А на концерте мы слушали очень интересного пианиста Джона Камицуку, японского происхождения, который играл Бетховена. Он играл две сонаты – "Патетическую" и 31-ю. Я потом его спросил, почему он выбрал Бетховена, это не совсем обычный выбор. Он сказал, что "Патетическая" – это страсть Бродского, его пафос, а вот 31-я соната, которая очень необычна, – это Бетховен, не застегнутый на все пуговицы, и это тоже Бродский. По-моему, весьма остроумно. Ведь сама по себе 31-я соната очень разбросанная, как бы развинченная, очень необычная, как и 32-я, конечно.

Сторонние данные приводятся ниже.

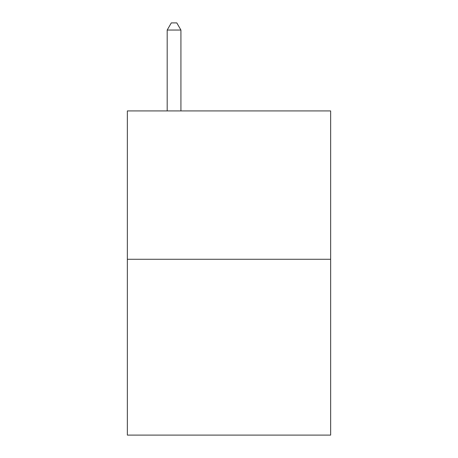 <?xml version="1.0" encoding="UTF-8"?>
<svg xmlns="http://www.w3.org/2000/svg" width="458" height="458" viewBox="0 0 458 458"><rect width="100%" height="100%" fill="white"/><g stroke="black" fill="none" stroke-linecap="round" stroke-linejoin="round"><path stroke-width="0.69" d="M330.647 259.274L330.647 110.922L127.353 110.922L127.353 435.1L330.647 435.1L330.647 259.274L127.353 259.274M180.921 110.922L180.921 30.045L167.187 30.045L167.187 110.922M167.187 30.045L171.309 22.9L176.799 22.9L180.921 30.045"/></g></svg>
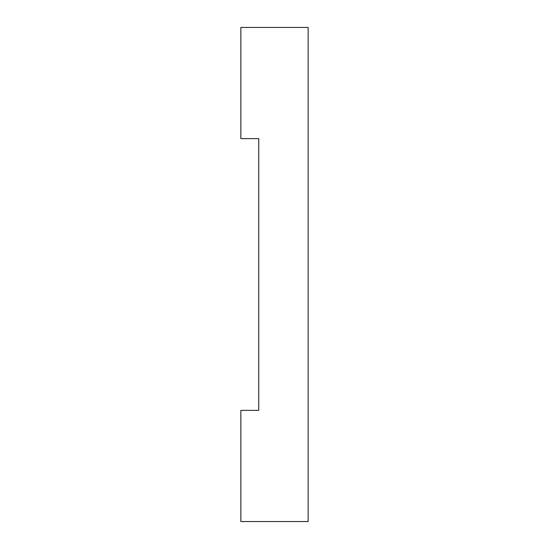 <?xml version="1.0" encoding="UTF-8"?>
<svg xmlns="http://www.w3.org/2000/svg" width="549" height="549" viewBox="0 0 549 549"><rect width="100%" height="100%" fill="white"/><g stroke="black" fill="none" stroke-linecap="round" stroke-linejoin="round"><path stroke-width="0.82" d="M258.751 138.623L258.751 410.377L240.839 410.377L240.839 521.55L308.161 521.55L308.161 27.45L240.839 27.45L240.839 138.623L258.751 138.623"/></g></svg>
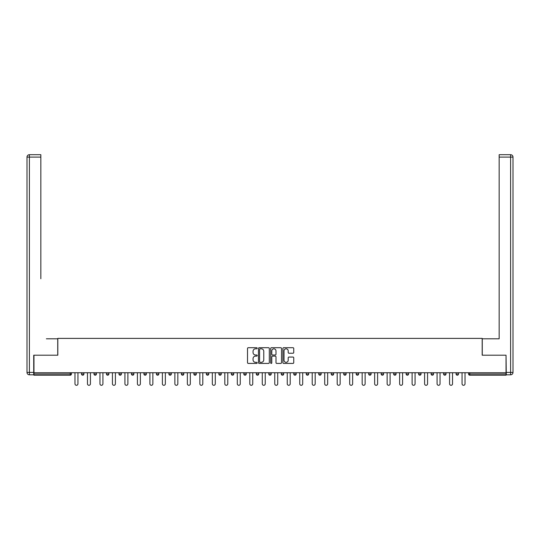 <?xml version="1.0" encoding="UTF-8"?>
<svg xmlns="http://www.w3.org/2000/svg" width="540" height="540" viewBox="0 0 540 540"><rect width="100%" height="100%" fill="white"/><g stroke="black" fill="none" stroke-linecap="round" stroke-linejoin="round"><path stroke-width="0.81" d="M257.195 348.253A0.547 0.547 0 0 0 256.642 347.706L248.299 347.706A0.783 0.783 0 0 0 247.509 348.489L247.509 362.63A0.783 0.783 0 0 0 248.299 363.42L256.642 363.42A0.547 0.547 0 0 0 257.195 362.867A0.547 0.547 0 0 0 256.642 362.32L255.562 362.32A2.511 2.511 0 0 1 253.051 359.802L253.051 358.627A2.511 2.511 0 0 1 255.562 356.11L256.642 356.11A0.547 0.547 0 0 0 257.195 355.563A0.547 0.547 0 0 0 256.642 355.01L255.562 355.01A2.511 2.511 0 0 1 253.051 352.499L253.051 351.317A2.511 2.511 0 0 1 255.562 348.806L256.642 348.806A0.547 0.547 0 0 0 257.195 348.253M292.964 353.248A0.783 0.783 0 0 0 293.747 352.458L293.747 348.489A0.783 0.783 0 0 0 292.964 347.706L283.689 347.706A0.783 0.783 0 0 0 282.906 348.489L282.906 362.63A0.783 0.783 0 0 0 283.689 363.42L292.964 363.42A0.783 0.783 0 0 0 293.747 362.63L293.747 357.838A0.783 0.783 0 0 0 292.964 357.055L288.995 357.055A0.783 0.783 0 0 0 288.205 357.838L288.205 360.221A2.099 2.099 0 0 1 286.106 362.32A2.099 2.099 0 0 1 284.006 360.221L284.006 350.906A2.099 2.099 0 0 1 286.106 348.806A2.099 2.099 0 0 1 288.205 350.906L288.205 352.458A0.783 0.783 0 0 0 288.995 353.248L292.964 353.248M35.721 154.703L29.403 154.703L40.844 154.703L35.721 154.703L40.844 154.703L40.844 157.106L29.403 157.106L29.403 372.411L33.723 372.411L33.723 355.205L57.814 355.205L57.814 338.391L482.186 338.391L482.186 355.205L506.034 355.205L506.034 372.728L33.966 372.728L33.966 374.011L70.22 374.011L70.22 372.728M33.966 355.205L33.966 372.728M269.312 348.489A0.783 0.783 0 0 0 268.529 347.706L259.254 347.706A0.783 0.783 0 0 0 258.471 348.489L258.471 362.63A0.783 0.783 0 0 0 259.254 363.42L268.529 363.42A0.783 0.783 0 0 0 269.312 362.63L269.312 348.489M271.472 347.706L280.746 347.706A0.783 0.783 0 0 1 281.529 348.489L281.529 362.63A0.783 0.783 0 0 1 280.746 363.42L276.777 363.42A0.783 0.783 0 0 1 275.987 362.63L275.987 356.9A0.783 0.783 0 0 0 275.204 356.11L272.572 356.11A0.783 0.783 0 0 0 271.789 356.9L271.789 362.867A0.547 0.547 0 0 1 271.235 363.42A0.547 0.547 0 0 1 270.689 362.867L270.689 348.489A0.783 0.783 0 0 1 271.472 347.706M71.422 372.728L71.422 374.011A1.202 1.202 0 0 1 70.22 375.212L33.966 375.212L33.966 374.011M506.034 372.728L506.034 375.212L469.78 375.212A1.202 1.202 0 0 1 468.578 374.011L468.578 372.728M81.506 374.011L83.909 374.011A1.202 1.202 0 0 1 82.708 375.212A1.202 1.202 0 0 0 83.909 374.011L83.909 372.728L83.909 374.011A1.202 1.202 0 0 1 82.708 375.212A1.202 1.202 0 0 1 81.506 374.011L81.506 372.728M70.22 375.212A1.202 1.202 0 0 0 71.422 374.011A1.202 1.202 0 0 1 70.22 375.212L70.22 374.011L71.422 374.011M93.994 372.728L93.994 374.011L93.994 372.728M96.397 372.728L96.397 374.011A1.202 1.202 0 0 1 95.195 375.212A1.202 1.202 0 0 1 93.994 374.011A1.202 1.202 0 0 0 95.195 375.212A1.202 1.202 0 0 0 96.397 374.011A1.202 1.202 0 0 1 95.195 375.212A1.202 1.202 0 0 1 93.994 374.011L96.397 374.011M108.878 372.728L108.878 374.011L106.481 374.011A1.202 1.202 0 0 0 107.683 375.212A1.202 1.202 0 0 1 106.481 374.011L106.481 372.728M118.969 372.728L118.969 374.011L118.969 372.728M121.365 372.728L121.365 374.011L121.365 372.728M131.45 374.011A1.202 1.202 0 0 0 132.651 375.212A1.202 1.202 0 0 0 133.853 374.011L133.853 372.728L133.853 374.011L131.45 374.011A1.202 1.202 0 0 0 132.651 375.212A1.202 1.202 0 0 1 131.45 374.011L131.45 372.728M146.34 372.728L146.34 374.011A1.202 1.202 0 0 1 145.139 375.212A1.202 1.202 0 0 1 143.937 374.011L143.937 372.728M158.828 372.728L158.828 374.011A1.202 1.202 0 0 1 157.626 375.212A1.202 1.202 0 0 1 156.425 374.011L156.425 372.728M171.308 372.728L171.308 374.011A1.202 1.202 0 0 1 170.114 375.212A1.202 1.202 0 0 1 168.912 374.011L168.912 372.728M183.796 372.728L183.796 374.011A1.202 1.202 0 0 1 182.594 375.212A1.202 1.202 0 0 1 181.4 374.011L181.4 372.728M193.88 372.728L193.88 374.011L193.88 372.728M196.283 372.728L196.283 374.011L196.283 372.728M208.771 372.728L208.771 374.011A1.202 1.202 0 0 1 207.569 375.212A1.202 1.202 0 0 1 206.368 374.011L206.368 372.728M218.855 372.728L218.855 374.011L218.855 372.728M221.258 372.728L221.258 374.011L221.258 372.728M233.739 372.728L233.739 374.011L231.343 374.011A1.202 1.202 0 0 0 232.544 375.212A1.202 1.202 0 0 1 231.343 374.011L231.343 372.728M245.025 375.212A1.202 1.202 0 0 0 246.226 374.011L246.226 372.728L246.226 374.011A1.202 1.202 0 0 1 245.025 375.212A1.202 1.202 0 0 1 243.83 374.011L243.83 372.728M258.714 372.728L258.714 374.011A1.202 1.202 0 0 1 257.512 375.212A1.202 1.202 0 0 1 256.311 374.011L256.311 372.728M268.799 372.728L268.799 374.011L268.799 372.728M271.202 372.728L271.202 374.011A1.202 1.202 0 0 1 270 375.212A1.202 1.202 0 0 1 268.799 374.011L271.202 374.011A1.202 1.202 0 0 1 270 375.212M283.689 372.728L283.689 374.011A1.202 1.202 0 0 1 282.488 375.212A1.202 1.202 0 0 1 281.286 374.011L281.286 372.728M293.774 374.011L296.17 374.011A1.202 1.202 0 0 1 294.975 375.212A1.202 1.202 0 0 0 296.17 374.011L296.17 372.728L296.17 374.011A1.202 1.202 0 0 1 294.975 375.212A1.202 1.202 0 0 1 293.774 374.011L293.774 372.728M308.657 372.728L308.657 374.011A1.202 1.202 0 0 1 307.456 375.212A1.202 1.202 0 0 1 306.261 374.011L306.261 372.728M318.742 372.728L318.742 374.011L318.742 372.728M321.145 372.728L321.145 374.011L321.145 372.728M331.229 372.728L331.229 374.011L331.229 372.728M333.632 372.728L333.632 374.011A1.202 1.202 0 0 1 332.431 375.212A1.202 1.202 0 0 1 331.229 374.011L333.632 374.011A1.202 1.202 0 0 1 332.431 375.212M343.717 372.728L343.717 374.011L343.717 372.728M346.12 372.728L346.12 374.011L346.12 372.728M356.204 372.728L356.204 374.011L356.204 372.728M358.601 372.728L358.601 374.011A1.202 1.202 0 0 1 357.406 375.212A1.202 1.202 0 0 1 356.204 374.011A1.202 1.202 0 0 0 357.406 375.212A1.202 1.202 0 0 0 358.601 374.011A1.202 1.202 0 0 1 357.406 375.212A1.202 1.202 0 0 1 356.204 374.011L358.601 374.011M371.088 372.728L371.088 374.011A1.202 1.202 0 0 1 369.887 375.212A1.202 1.202 0 0 1 368.692 374.011L368.692 372.728M383.576 372.728L383.576 374.011L381.173 374.011A1.202 1.202 0 0 0 382.374 375.212A1.202 1.202 0 0 1 381.173 374.011L381.173 372.728M396.063 372.728L396.063 374.011A1.202 1.202 0 0 1 394.862 375.212A1.202 1.202 0 0 1 393.66 374.011L393.66 372.728M406.148 372.728L406.148 374.011L406.148 372.728M408.55 372.728L408.55 374.011A1.202 1.202 0 0 1 407.349 375.212A1.202 1.202 0 0 1 406.148 374.011A1.202 1.202 0 0 0 407.349 375.212A1.202 1.202 0 0 1 406.148 374.011L408.55 374.011A1.202 1.202 0 0 1 407.349 375.212M421.031 372.728L421.031 374.011A1.202 1.202 0 0 1 419.837 375.212A1.202 1.202 0 0 1 418.635 374.011L418.635 372.728M433.519 372.728L433.519 374.011L431.123 374.011A1.202 1.202 0 0 0 432.317 375.212A1.202 1.202 0 0 1 431.123 374.011L431.123 372.728M446.006 372.728L446.006 374.011A1.202 1.202 0 0 1 444.805 375.212A1.202 1.202 0 0 1 443.603 374.011L443.603 372.728M458.494 372.728L458.494 374.011L456.091 374.011A1.202 1.202 0 0 0 457.292 375.212A1.202 1.202 0 0 1 456.091 374.011L456.091 372.728M108.878 374.011A1.202 1.202 0 0 1 107.683 375.212A1.202 1.202 0 0 0 108.878 374.011A1.202 1.202 0 0 1 107.683 375.212A1.202 1.202 0 0 1 106.481 374.011M120.164 375.212A1.202 1.202 0 0 1 118.969 374.011A1.202 1.202 0 0 0 120.164 375.212A1.202 1.202 0 0 0 121.365 374.011A1.202 1.202 0 0 1 120.164 375.212A1.202 1.202 0 0 1 118.969 374.011L121.365 374.011A1.202 1.202 0 0 1 120.164 375.212M195.082 375.212A1.202 1.202 0 0 1 193.88 374.011L196.283 374.011A1.202 1.202 0 0 1 195.082 375.212A1.202 1.202 0 0 0 196.283 374.011M220.057 375.212A1.202 1.202 0 0 1 218.855 374.011L221.258 374.011A1.202 1.202 0 0 1 220.057 375.212A1.202 1.202 0 0 0 221.258 374.011M232.544 375.212A1.202 1.202 0 0 0 233.739 374.011A1.202 1.202 0 0 1 232.544 375.212A1.202 1.202 0 0 1 231.343 374.011M319.943 375.212A1.202 1.202 0 0 1 318.742 374.011L321.145 374.011A1.202 1.202 0 0 1 319.943 375.212A1.202 1.202 0 0 0 321.145 374.011A1.202 1.202 0 0 1 319.943 375.212M344.918 375.212A1.202 1.202 0 0 1 343.717 374.011A1.202 1.202 0 0 0 344.918 375.212A1.202 1.202 0 0 0 346.12 374.011A1.202 1.202 0 0 1 344.918 375.212A1.202 1.202 0 0 1 343.717 374.011L346.12 374.011M382.374 375.212A1.202 1.202 0 0 0 383.576 374.011A1.202 1.202 0 0 1 382.374 375.212A1.202 1.202 0 0 1 381.173 374.011M432.317 375.212A1.202 1.202 0 0 0 433.519 374.011A1.202 1.202 0 0 1 432.317 375.212A1.202 1.202 0 0 1 431.123 374.011M458.494 374.011A1.202 1.202 0 0 1 457.292 375.212A1.202 1.202 0 0 0 458.494 374.011A1.202 1.202 0 0 1 457.292 375.212A1.202 1.202 0 0 1 456.091 374.011M260.118 348.806A0.547 0.547 0 0 0 259.571 349.353L259.571 361.766A0.547 0.547 0 0 0 260.118 362.32L261.259 362.32A2.511 2.511 0 0 0 263.776 359.802L263.776 351.317A2.511 2.511 0 0 0 261.259 348.806L260.118 348.806M275.987 350.946A2.099 2.099 0 0 0 273.888 348.847A2.099 2.099 0 0 0 271.789 350.946L271.789 354.226A0.783 0.783 0 0 0 272.572 355.01L275.204 355.01A0.783 0.783 0 0 0 275.987 354.226L275.987 350.946M74.986 372.728L74.986 383.819A1.478 1.478 0 0 0 76.464 385.297A1.478 1.478 0 0 0 77.942 383.819L77.942 372.728M87.467 372.728L87.467 383.819A1.478 1.478 0 0 0 88.952 385.297A1.478 1.478 0 0 0 90.43 383.819L90.43 372.728M99.954 372.728L99.954 383.819A1.478 1.478 0 0 0 101.439 385.297A1.478 1.478 0 0 0 102.917 383.819L102.917 372.728M112.442 372.728L112.442 383.819A1.478 1.478 0 0 0 113.92 385.297A1.478 1.478 0 0 0 115.405 383.819L115.405 372.728M124.929 372.728L124.929 383.819A1.478 1.478 0 0 0 126.407 385.297A1.478 1.478 0 0 0 127.892 383.819L127.892 372.728M137.417 372.728L137.417 383.819A1.478 1.478 0 0 0 138.895 385.297A1.478 1.478 0 0 0 140.373 383.819L140.373 372.728M57.733 355.205L57.733 338.796L46.373 338.796M40.844 157.106L40.844 278.762M33.723 372.411L33.723 374.814L29.403 374.814A2.403 2.403 0 0 1 27 372.411L27 157.106A2.403 2.403 0 0 1 29.403 154.703A2.403 2.403 0 0 0 27 157.106A2.403 2.403 0 0 1 29.403 154.703A2.403 2.403 0 0 0 27 157.106L29.403 157.106L29.403 154.703M493.627 338.796L499.156 338.796L499.156 154.703L510.597 154.703L499.156 154.703M482.267 355.205L482.267 338.796L499.156 338.796L499.156 278.762M506.277 372.411L510.597 372.411L510.597 157.106L513 157.106A2.403 2.403 0 0 0 510.597 154.703A2.403 2.403 0 0 1 513 157.106L513 372.411A2.403 2.403 0 0 1 510.597 374.814L506.277 374.814L506.034 355.205M149.904 372.728L149.904 383.819A1.478 1.478 0 0 0 151.382 385.297A1.478 1.478 0 0 0 152.861 383.819L152.861 372.728M162.385 372.728L162.385 383.819A1.478 1.478 0 0 0 163.87 385.297A1.478 1.478 0 0 0 165.348 383.819L165.348 372.728M174.872 372.728L174.872 383.819A1.478 1.478 0 0 0 176.351 385.297A1.478 1.478 0 0 0 177.835 383.819L177.835 372.728M187.36 372.728L187.36 383.819A1.478 1.478 0 0 0 188.838 385.297A1.478 1.478 0 0 0 190.323 383.819L190.323 372.728M199.847 372.728L199.847 383.819A1.478 1.478 0 0 0 201.326 385.297A1.478 1.478 0 0 0 202.804 383.819L202.804 372.728M212.335 372.728L212.335 383.819A1.478 1.478 0 0 0 213.813 385.297A1.478 1.478 0 0 0 215.291 383.819L215.291 372.728M224.816 372.728L224.816 383.819A1.478 1.478 0 0 0 226.3 385.297A1.478 1.478 0 0 0 227.779 383.819L227.779 372.728M237.303 372.728L237.303 383.819A1.478 1.478 0 0 0 238.781 385.297A1.478 1.478 0 0 0 240.266 383.819L240.266 372.728M249.791 372.728L249.791 383.819A1.478 1.478 0 0 0 251.269 385.297A1.478 1.478 0 0 0 252.754 383.819L252.754 372.728M262.278 372.728L262.278 383.819A1.478 1.478 0 0 0 263.756 385.297A1.478 1.478 0 0 0 265.235 383.819L265.235 372.728M274.766 372.728L274.766 383.819A1.478 1.478 0 0 0 276.244 385.297A1.478 1.478 0 0 0 277.722 383.819L277.722 372.728M287.246 372.728L287.246 383.819A1.478 1.478 0 0 0 288.731 385.297A1.478 1.478 0 0 0 290.209 383.819L290.209 372.728M299.734 372.728L299.734 383.819A1.478 1.478 0 0 0 301.219 385.297A1.478 1.478 0 0 0 302.697 383.819L302.697 372.728M312.221 372.728L312.221 383.819A1.478 1.478 0 0 0 313.7 385.297A1.478 1.478 0 0 0 315.185 383.819L315.185 372.728M324.709 372.728L324.709 383.819A1.478 1.478 0 0 0 326.187 385.297A1.478 1.478 0 0 0 327.665 383.819L327.665 372.728M337.196 372.728L337.196 383.819A1.478 1.478 0 0 0 338.675 385.297A1.478 1.478 0 0 0 340.153 383.819L340.153 372.728M349.677 372.728L349.677 383.819A1.478 1.478 0 0 0 351.162 385.297A1.478 1.478 0 0 0 352.64 383.819L352.64 372.728M362.164 372.728L362.164 383.819A1.478 1.478 0 0 0 363.65 385.297A1.478 1.478 0 0 0 365.128 383.819L365.128 372.728M374.652 372.728L374.652 383.819A1.478 1.478 0 0 0 376.13 385.297A1.478 1.478 0 0 0 377.615 383.819L377.615 372.728M387.139 372.728L387.139 383.819A1.478 1.478 0 0 0 388.618 385.297A1.478 1.478 0 0 0 390.096 383.819L390.096 372.728M399.627 372.728L399.627 383.819A1.478 1.478 0 0 0 401.105 385.297A1.478 1.478 0 0 0 402.584 383.819L402.584 372.728M412.108 372.728L412.108 383.819A1.478 1.478 0 0 0 413.593 385.297A1.478 1.478 0 0 0 415.071 383.819L415.071 372.728M424.595 372.728L424.595 383.819A1.478 1.478 0 0 0 426.08 385.297A1.478 1.478 0 0 0 427.558 383.819L427.558 372.728M437.083 372.728L437.083 383.819A1.478 1.478 0 0 0 438.561 385.297A1.478 1.478 0 0 0 440.046 383.819L440.046 372.728M449.57 372.728L449.57 383.819A1.478 1.478 0 0 0 451.049 385.297A1.478 1.478 0 0 0 452.534 383.819L452.534 372.728M462.058 372.728L462.058 383.819A1.478 1.478 0 0 0 463.536 385.297A1.478 1.478 0 0 0 465.014 383.819L465.014 372.728M469.78 372.728L469.78 374.011L506.034 374.011M468.578 374.011L469.78 374.011L469.78 375.212M132.651 375.212A1.202 1.202 0 0 0 133.853 374.011M145.139 375.212A1.202 1.202 0 0 0 146.34 374.011L143.937 374.011M157.626 375.212A1.202 1.202 0 0 0 158.828 374.011L156.425 374.011M170.114 375.212A1.202 1.202 0 0 0 171.308 374.011L168.912 374.011M182.594 375.212A1.202 1.202 0 0 0 183.796 374.011L181.4 374.011M207.569 375.212A1.202 1.202 0 0 0 208.771 374.011L206.368 374.011M246.226 374.011L243.83 374.011M257.512 375.212A1.202 1.202 0 0 0 258.714 374.011L256.311 374.011M282.488 375.212A1.202 1.202 0 0 0 283.689 374.011L281.286 374.011M307.456 375.212A1.202 1.202 0 0 0 308.657 374.011L306.261 374.011M369.887 375.212A1.202 1.202 0 0 0 371.088 374.011L368.692 374.011M394.862 375.212A1.202 1.202 0 0 0 396.063 374.011L393.66 374.011M419.837 375.212A1.202 1.202 0 0 0 421.031 374.011L418.635 374.011M444.805 375.212A1.202 1.202 0 0 0 446.006 374.011L443.603 374.011M29.403 374.814L29.403 372.411L27 372.411M510.597 154.703L510.597 157.106L499.156 157.106M513 372.411L510.597 372.411L510.597 374.814"/></g></svg>

После концерта, на обеде я подошел к Марии Бродской. Она очаровательна, по-прежнему очень красива и очень элегантна, она всегда была похожа на персонажи с картин Боттичелли, такой и осталась. Я спросил: "Как Бродский относился к Бетховену?" У нас получился довольно любопытный разговор на эту тему. Она сказала, что Бродский всегда отдавал должное Бетховену, что неудивительно, потому что Бетховена мы все любим и ценим, но он никогда не любил Бетховена, он именно что отдавал ему должное. А вот любовью Бродского была классика – Моцарт и Гайдн. По воспоминаниям Марии, он как-то сказал, что “Моцарт совершенно предсказуем, а Гайдн непредсказуем”. Я не очень понимаю, что это значит, но Бродский часто давал такие определения, над которыми надо долго думать: то ли это парадокс, то ли непонятный нам факт его творческого восприятия. Так или иначе, вечер был замечательный. Мы закончим нашу передачу фрагментом из 31-й сонаты Бетховена, которая звучала на этом концерте.